# WORK TO BE COMPLETED:
Retype each entry below exactly. Do not carry any image over.

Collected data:

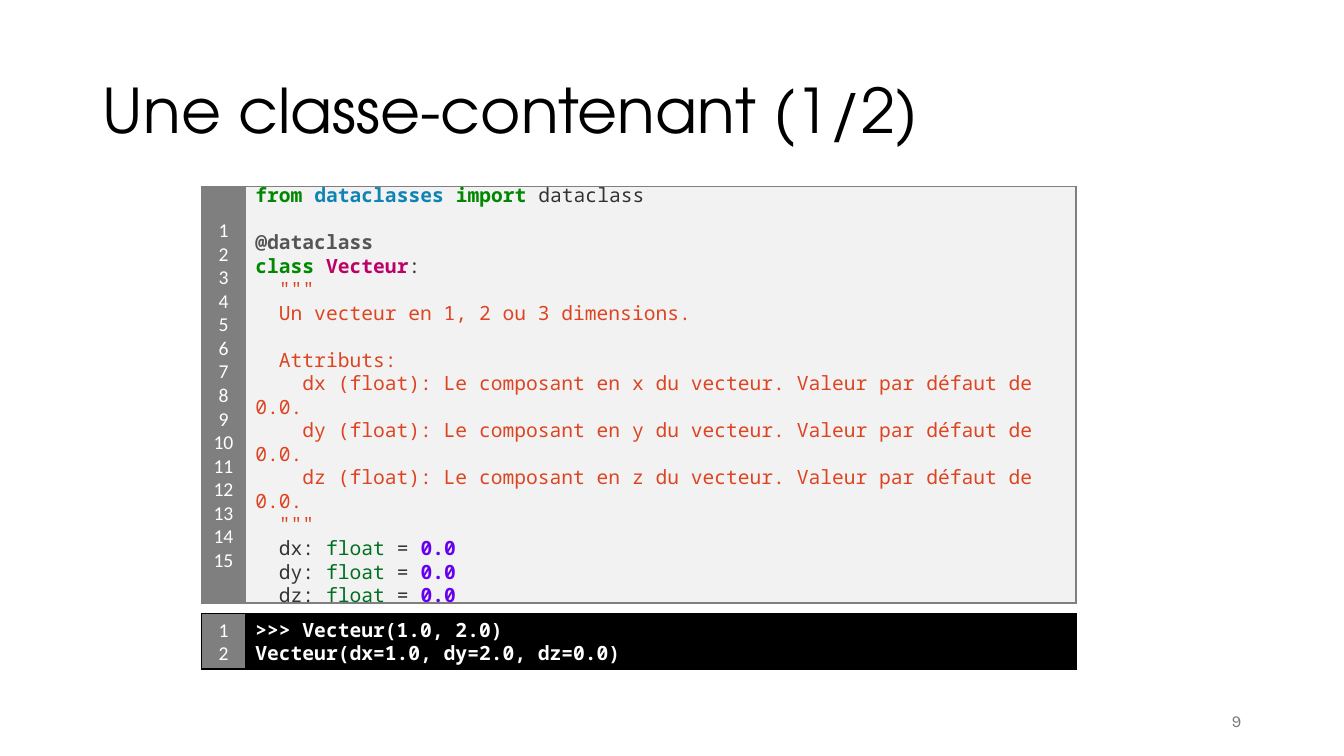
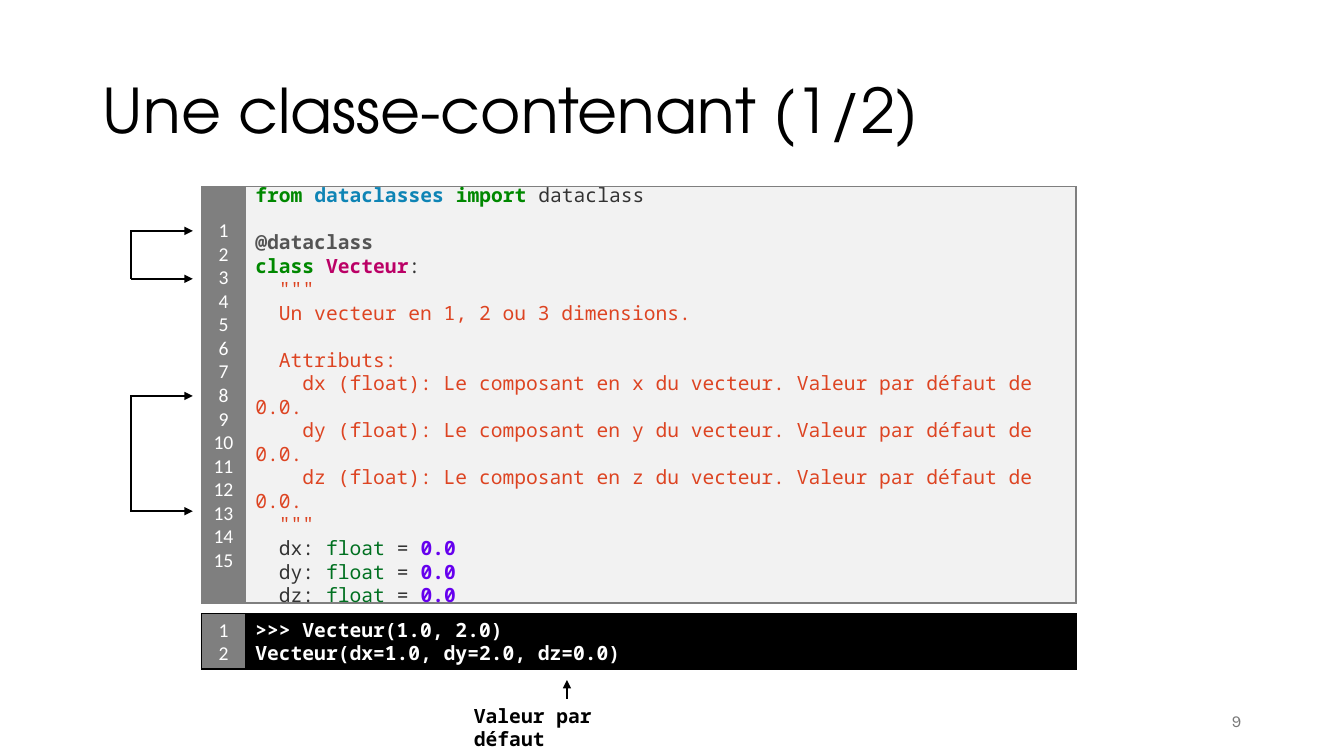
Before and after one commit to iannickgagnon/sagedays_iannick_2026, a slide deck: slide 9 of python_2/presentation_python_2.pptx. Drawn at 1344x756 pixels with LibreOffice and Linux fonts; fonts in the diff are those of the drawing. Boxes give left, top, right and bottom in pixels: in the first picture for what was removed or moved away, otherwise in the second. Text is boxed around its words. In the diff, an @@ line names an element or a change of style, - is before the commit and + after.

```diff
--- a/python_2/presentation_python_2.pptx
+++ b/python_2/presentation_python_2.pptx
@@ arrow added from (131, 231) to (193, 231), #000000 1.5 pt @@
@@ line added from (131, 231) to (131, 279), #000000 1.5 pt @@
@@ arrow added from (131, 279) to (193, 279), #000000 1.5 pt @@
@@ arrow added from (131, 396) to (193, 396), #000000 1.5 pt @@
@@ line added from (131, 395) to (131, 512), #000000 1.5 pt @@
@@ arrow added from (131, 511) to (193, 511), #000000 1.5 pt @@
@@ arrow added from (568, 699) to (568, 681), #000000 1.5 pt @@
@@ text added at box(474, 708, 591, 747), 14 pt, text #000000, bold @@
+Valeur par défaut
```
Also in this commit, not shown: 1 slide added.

# WORKED SOLUTION:
Before and after one commit to iannickgagnon/sagedays_iannick_2026, a slide deck: slide 9 of python_2/presentation_python_2.pptx. Drawn at 1344x756 pixels with LibreOffice and Linux fonts; fonts in the diff are those of the drawing. Boxes give left, top, right and bottom in pixels: in the first picture for what was removed or moved away, otherwise in the second. Text is boxed around its words. In the diff, an @@ line names an element or a change of style, - is before the commit and + after.

```diff
--- a/python_2/presentation_python_2.pptx
+++ b/python_2/presentation_python_2.pptx
@@ arrow added from (131, 231) to (193, 231), #000000 1.5 pt @@
@@ line added from (131, 231) to (131, 279), #000000 1.5 pt @@
@@ arrow added from (131, 279) to (193, 279), #000000 1.5 pt @@
@@ arrow added from (131, 396) to (193, 396), #000000 1.5 pt @@
@@ line added from (131, 395) to (131, 512), #000000 1.5 pt @@
@@ arrow added from (131, 511) to (193, 511), #000000 1.5 pt @@
@@ arrow added from (568, 699) to (568, 681), #000000 1.5 pt @@
@@ text added at box(474, 708, 591, 747), 14 pt, text #000000, bold @@
+Valeur par défaut
```
Also in this commit, not shown: 1 slide added.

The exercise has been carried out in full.